AIM OF THE TASK: The stretch wanted below opens at the line containing "block_front_y = -22.75" and closes at the line containing "end_relief = 0.4". Please return it exactly, with no other lines.

DATA UNDER STUDY:
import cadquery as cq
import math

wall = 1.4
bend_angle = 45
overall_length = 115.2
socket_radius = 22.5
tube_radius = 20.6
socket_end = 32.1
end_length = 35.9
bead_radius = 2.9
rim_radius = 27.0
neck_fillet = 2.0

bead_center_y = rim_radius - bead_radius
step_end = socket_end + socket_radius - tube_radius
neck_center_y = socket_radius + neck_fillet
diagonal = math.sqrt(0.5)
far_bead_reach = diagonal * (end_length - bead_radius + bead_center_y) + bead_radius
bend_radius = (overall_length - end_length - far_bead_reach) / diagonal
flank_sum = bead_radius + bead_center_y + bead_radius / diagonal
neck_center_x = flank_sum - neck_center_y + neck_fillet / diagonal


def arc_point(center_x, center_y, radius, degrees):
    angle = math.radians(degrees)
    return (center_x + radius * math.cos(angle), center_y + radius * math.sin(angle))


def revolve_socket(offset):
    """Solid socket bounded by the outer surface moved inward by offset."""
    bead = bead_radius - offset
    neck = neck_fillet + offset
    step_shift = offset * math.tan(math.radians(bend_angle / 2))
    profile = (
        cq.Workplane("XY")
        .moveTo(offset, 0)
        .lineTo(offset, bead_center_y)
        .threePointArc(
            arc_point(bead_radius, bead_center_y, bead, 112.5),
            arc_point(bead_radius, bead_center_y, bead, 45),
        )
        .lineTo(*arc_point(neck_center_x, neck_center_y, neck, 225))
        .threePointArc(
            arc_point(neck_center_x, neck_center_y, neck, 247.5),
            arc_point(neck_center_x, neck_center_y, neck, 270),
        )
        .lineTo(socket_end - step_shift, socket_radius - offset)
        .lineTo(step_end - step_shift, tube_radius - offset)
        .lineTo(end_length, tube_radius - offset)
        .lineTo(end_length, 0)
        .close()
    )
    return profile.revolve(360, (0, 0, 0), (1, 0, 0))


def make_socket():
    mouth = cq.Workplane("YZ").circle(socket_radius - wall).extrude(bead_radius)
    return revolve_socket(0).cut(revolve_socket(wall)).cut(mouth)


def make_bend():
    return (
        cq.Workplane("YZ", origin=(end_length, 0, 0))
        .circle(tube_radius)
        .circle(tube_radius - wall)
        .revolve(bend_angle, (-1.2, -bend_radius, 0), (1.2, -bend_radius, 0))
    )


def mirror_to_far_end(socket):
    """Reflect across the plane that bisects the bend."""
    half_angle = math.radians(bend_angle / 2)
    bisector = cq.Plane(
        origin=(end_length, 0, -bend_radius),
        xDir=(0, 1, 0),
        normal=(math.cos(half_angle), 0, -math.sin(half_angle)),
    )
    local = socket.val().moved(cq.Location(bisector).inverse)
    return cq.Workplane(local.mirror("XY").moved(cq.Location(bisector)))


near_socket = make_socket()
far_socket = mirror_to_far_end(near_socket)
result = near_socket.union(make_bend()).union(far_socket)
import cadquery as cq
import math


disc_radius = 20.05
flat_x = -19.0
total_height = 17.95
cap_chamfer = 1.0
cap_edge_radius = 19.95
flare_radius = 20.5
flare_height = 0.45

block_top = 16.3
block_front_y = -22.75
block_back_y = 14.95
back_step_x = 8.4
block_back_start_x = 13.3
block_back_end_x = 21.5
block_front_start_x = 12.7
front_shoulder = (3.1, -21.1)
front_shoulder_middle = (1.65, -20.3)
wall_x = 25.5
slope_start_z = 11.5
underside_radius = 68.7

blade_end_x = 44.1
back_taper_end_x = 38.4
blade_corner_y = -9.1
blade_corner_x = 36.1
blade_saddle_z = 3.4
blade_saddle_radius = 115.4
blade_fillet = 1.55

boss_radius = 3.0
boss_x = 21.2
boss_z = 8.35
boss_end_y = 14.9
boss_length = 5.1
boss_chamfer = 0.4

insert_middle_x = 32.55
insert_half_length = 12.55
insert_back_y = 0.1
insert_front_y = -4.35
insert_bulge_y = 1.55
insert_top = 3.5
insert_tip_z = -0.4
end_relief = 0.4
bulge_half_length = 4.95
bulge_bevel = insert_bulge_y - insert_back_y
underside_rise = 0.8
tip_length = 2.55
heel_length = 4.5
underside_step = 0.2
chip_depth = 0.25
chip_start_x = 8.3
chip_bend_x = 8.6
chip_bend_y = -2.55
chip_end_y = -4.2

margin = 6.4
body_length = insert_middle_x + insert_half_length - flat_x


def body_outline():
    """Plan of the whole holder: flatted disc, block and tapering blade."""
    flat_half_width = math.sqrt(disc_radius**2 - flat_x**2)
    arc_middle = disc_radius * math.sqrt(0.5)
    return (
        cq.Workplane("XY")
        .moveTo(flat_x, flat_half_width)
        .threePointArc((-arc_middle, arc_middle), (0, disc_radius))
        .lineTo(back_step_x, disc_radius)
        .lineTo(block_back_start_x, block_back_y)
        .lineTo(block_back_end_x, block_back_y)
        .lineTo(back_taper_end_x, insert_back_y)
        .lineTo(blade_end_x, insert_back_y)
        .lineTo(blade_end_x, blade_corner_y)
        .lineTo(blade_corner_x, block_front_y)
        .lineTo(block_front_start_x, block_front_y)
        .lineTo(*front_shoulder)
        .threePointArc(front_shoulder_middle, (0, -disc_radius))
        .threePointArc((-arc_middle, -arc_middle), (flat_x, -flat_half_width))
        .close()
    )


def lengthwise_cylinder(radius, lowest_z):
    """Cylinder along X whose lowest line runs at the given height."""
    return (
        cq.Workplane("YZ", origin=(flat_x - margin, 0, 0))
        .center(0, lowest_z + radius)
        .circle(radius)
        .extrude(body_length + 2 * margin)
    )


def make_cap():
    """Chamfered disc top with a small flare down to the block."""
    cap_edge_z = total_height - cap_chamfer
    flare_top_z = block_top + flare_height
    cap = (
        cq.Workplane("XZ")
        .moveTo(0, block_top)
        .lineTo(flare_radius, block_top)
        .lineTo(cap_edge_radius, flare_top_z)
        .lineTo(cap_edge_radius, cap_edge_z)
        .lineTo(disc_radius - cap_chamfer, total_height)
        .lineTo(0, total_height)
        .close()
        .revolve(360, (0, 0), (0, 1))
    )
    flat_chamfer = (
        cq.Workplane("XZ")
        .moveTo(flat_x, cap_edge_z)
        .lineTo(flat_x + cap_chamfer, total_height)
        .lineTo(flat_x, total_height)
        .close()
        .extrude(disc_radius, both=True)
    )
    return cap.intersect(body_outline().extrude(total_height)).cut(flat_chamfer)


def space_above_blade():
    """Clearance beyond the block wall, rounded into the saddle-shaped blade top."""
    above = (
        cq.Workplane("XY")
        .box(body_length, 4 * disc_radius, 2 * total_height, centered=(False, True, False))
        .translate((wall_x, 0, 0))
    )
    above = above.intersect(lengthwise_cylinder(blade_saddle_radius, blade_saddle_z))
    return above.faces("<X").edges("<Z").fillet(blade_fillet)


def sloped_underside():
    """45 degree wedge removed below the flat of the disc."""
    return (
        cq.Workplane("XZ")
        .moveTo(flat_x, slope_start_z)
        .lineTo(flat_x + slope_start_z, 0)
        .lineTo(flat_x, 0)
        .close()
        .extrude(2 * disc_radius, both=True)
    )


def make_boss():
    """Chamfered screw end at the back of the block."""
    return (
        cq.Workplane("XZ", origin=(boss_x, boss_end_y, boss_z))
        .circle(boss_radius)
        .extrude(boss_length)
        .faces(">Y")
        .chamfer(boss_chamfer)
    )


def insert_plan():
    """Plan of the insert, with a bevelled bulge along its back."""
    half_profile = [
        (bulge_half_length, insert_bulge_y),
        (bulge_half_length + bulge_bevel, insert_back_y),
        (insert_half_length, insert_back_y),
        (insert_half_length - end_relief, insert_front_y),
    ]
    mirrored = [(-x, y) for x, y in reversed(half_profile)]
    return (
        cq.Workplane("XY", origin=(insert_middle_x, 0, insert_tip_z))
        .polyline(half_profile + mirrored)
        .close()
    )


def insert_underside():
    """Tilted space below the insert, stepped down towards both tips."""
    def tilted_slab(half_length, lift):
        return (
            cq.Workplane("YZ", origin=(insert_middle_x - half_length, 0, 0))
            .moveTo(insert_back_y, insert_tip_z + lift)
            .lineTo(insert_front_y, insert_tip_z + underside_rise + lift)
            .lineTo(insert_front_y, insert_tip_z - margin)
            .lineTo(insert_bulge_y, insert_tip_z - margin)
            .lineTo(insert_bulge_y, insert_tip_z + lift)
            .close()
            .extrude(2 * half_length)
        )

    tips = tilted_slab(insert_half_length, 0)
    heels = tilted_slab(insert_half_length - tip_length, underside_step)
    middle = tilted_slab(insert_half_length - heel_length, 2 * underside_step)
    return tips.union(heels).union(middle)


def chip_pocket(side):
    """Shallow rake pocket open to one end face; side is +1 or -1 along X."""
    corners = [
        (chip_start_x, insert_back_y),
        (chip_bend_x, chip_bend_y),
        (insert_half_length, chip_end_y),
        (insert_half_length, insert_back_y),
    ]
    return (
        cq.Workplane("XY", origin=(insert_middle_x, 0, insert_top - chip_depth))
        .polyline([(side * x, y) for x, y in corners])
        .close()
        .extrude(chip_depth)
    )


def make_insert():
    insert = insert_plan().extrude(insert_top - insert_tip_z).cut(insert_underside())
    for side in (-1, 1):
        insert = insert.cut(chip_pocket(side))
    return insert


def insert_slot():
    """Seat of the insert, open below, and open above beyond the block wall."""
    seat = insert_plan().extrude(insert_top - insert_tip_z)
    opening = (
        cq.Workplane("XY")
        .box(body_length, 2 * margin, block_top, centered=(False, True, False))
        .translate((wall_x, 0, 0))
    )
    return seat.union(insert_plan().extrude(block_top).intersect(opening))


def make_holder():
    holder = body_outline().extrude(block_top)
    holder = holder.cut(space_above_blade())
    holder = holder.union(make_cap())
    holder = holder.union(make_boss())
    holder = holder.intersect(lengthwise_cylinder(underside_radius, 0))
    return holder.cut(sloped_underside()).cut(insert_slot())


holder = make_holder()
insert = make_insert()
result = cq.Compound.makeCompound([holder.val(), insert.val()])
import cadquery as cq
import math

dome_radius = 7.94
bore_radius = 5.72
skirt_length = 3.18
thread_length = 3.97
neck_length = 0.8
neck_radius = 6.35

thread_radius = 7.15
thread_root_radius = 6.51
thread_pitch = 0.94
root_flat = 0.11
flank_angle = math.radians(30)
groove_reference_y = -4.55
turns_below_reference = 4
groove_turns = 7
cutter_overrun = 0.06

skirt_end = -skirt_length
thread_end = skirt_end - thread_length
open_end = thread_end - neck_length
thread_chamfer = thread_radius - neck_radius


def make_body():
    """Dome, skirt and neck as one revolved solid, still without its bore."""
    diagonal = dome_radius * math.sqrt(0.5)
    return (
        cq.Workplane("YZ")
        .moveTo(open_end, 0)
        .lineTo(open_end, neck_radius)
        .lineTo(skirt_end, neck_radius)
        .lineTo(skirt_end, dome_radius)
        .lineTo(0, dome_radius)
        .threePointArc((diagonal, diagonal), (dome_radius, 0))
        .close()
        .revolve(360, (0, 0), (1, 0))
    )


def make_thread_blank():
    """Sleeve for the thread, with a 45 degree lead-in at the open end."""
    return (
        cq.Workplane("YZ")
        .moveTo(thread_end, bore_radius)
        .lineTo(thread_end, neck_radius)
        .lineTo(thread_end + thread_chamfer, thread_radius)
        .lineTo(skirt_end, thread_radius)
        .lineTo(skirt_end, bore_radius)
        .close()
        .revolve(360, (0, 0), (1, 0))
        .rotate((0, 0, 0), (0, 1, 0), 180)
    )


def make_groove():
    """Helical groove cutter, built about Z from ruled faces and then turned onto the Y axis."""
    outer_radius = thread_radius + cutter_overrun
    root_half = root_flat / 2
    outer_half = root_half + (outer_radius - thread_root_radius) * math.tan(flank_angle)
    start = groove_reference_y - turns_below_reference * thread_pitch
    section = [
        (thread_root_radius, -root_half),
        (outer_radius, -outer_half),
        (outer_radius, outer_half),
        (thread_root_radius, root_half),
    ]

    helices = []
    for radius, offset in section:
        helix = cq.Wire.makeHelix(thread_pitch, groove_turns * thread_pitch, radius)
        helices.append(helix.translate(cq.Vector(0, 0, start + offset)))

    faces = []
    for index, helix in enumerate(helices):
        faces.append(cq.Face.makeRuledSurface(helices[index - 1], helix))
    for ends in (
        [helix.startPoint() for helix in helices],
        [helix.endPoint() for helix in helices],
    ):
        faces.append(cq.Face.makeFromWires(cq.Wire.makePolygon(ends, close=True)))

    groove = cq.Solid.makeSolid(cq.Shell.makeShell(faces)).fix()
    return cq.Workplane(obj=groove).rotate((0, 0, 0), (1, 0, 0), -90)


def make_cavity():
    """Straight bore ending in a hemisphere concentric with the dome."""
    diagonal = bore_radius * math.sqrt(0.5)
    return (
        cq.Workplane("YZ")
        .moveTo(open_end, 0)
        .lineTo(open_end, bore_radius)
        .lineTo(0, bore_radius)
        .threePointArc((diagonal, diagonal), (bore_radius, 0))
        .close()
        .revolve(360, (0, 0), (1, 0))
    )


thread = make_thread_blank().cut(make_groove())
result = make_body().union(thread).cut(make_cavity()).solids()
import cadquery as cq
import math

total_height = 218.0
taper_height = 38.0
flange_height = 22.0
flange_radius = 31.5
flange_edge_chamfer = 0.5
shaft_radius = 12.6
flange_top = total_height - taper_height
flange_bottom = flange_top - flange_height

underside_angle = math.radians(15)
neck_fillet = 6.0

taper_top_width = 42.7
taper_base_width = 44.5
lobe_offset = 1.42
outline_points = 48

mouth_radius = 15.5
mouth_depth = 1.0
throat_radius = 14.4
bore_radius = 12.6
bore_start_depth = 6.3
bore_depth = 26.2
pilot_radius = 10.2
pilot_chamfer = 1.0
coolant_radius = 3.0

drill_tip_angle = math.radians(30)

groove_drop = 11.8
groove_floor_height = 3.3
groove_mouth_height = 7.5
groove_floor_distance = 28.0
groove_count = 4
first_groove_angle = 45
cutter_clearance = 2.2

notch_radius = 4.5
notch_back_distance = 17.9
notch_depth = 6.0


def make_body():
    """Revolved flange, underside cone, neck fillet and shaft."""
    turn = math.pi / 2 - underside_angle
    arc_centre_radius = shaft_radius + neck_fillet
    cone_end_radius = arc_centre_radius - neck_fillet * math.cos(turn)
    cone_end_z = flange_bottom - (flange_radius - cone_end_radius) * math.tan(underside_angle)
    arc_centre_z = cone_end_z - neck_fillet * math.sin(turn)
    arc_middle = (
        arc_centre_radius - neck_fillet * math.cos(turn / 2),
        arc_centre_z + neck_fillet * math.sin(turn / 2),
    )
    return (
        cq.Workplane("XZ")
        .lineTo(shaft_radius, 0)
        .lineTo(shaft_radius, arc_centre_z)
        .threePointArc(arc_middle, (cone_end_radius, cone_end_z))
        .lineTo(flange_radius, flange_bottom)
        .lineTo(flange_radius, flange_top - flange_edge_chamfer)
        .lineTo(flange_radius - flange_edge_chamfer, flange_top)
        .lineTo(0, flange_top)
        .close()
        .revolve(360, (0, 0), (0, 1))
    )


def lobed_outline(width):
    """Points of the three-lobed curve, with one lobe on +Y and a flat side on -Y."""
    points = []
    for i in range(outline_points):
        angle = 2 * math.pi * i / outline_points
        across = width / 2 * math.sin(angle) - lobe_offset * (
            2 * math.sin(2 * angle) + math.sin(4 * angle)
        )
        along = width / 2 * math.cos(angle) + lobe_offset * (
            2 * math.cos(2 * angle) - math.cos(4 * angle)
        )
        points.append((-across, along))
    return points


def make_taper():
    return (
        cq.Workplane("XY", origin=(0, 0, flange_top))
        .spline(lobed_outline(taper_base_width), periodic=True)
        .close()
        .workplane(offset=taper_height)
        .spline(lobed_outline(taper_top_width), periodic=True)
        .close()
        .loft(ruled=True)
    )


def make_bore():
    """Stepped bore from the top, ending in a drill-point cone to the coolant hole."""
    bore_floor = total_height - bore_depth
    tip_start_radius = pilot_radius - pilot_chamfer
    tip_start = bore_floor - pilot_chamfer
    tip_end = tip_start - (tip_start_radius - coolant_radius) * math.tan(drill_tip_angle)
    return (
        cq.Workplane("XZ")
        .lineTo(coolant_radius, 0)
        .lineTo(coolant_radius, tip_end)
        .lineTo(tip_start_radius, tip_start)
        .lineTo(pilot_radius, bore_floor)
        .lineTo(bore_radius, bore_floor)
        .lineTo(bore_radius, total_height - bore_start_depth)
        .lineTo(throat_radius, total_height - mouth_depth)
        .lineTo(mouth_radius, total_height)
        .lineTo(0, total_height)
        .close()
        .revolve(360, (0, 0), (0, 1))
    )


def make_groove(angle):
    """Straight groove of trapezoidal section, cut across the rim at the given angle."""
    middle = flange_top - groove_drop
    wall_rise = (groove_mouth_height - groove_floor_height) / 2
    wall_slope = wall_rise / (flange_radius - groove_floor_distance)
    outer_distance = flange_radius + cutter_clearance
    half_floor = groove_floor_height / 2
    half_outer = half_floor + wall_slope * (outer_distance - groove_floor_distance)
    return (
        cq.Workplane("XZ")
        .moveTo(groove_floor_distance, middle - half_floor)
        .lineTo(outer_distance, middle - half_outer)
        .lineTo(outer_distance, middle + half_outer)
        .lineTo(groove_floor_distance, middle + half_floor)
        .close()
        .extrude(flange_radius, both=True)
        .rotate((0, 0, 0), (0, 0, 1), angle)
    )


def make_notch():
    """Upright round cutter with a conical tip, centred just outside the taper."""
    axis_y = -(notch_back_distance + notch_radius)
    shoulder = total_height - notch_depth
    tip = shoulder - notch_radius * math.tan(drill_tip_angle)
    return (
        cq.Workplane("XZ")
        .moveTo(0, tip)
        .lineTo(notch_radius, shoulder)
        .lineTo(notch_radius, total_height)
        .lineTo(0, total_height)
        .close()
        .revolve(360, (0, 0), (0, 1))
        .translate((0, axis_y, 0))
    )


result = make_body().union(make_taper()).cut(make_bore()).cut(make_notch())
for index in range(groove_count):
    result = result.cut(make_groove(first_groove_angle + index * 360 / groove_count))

RESPONSE:
block_front_y = -22.75
block_back_y = 14.95
back_step_x = 8.4
block_back_start_x = 13.3
block_back_end_x = 21.5
block_front_start_x = 12.7
front_shoulder = (3.1, -21.1)
front_shoulder_middle = (1.65, -20.3)
wall_x = 25.5
slope_start_z = 11.5
underside_radius = 68.7

blade_end_x = 44.1
back_taper_end_x = 38.4
blade_corner_y = -9.1
blade_corner_x = 36.1
blade_saddle_z = 3.4
blade_saddle_radius = 115.4
blade_fillet = 1.55

boss_radius = 3.0
boss_x = 21.2
boss_z = 8.35
boss_end_y = 14.9
boss_length = 5.1
boss_chamfer = 0.4

insert_middle_x = 32.55
insert_half_length = 12.55
insert_back_y = 0.1
insert_front_y = -4.35
insert_bulge_y = 1.55
insert_top = 3.5
insert_tip_z = -0.4
end_relief = 0.4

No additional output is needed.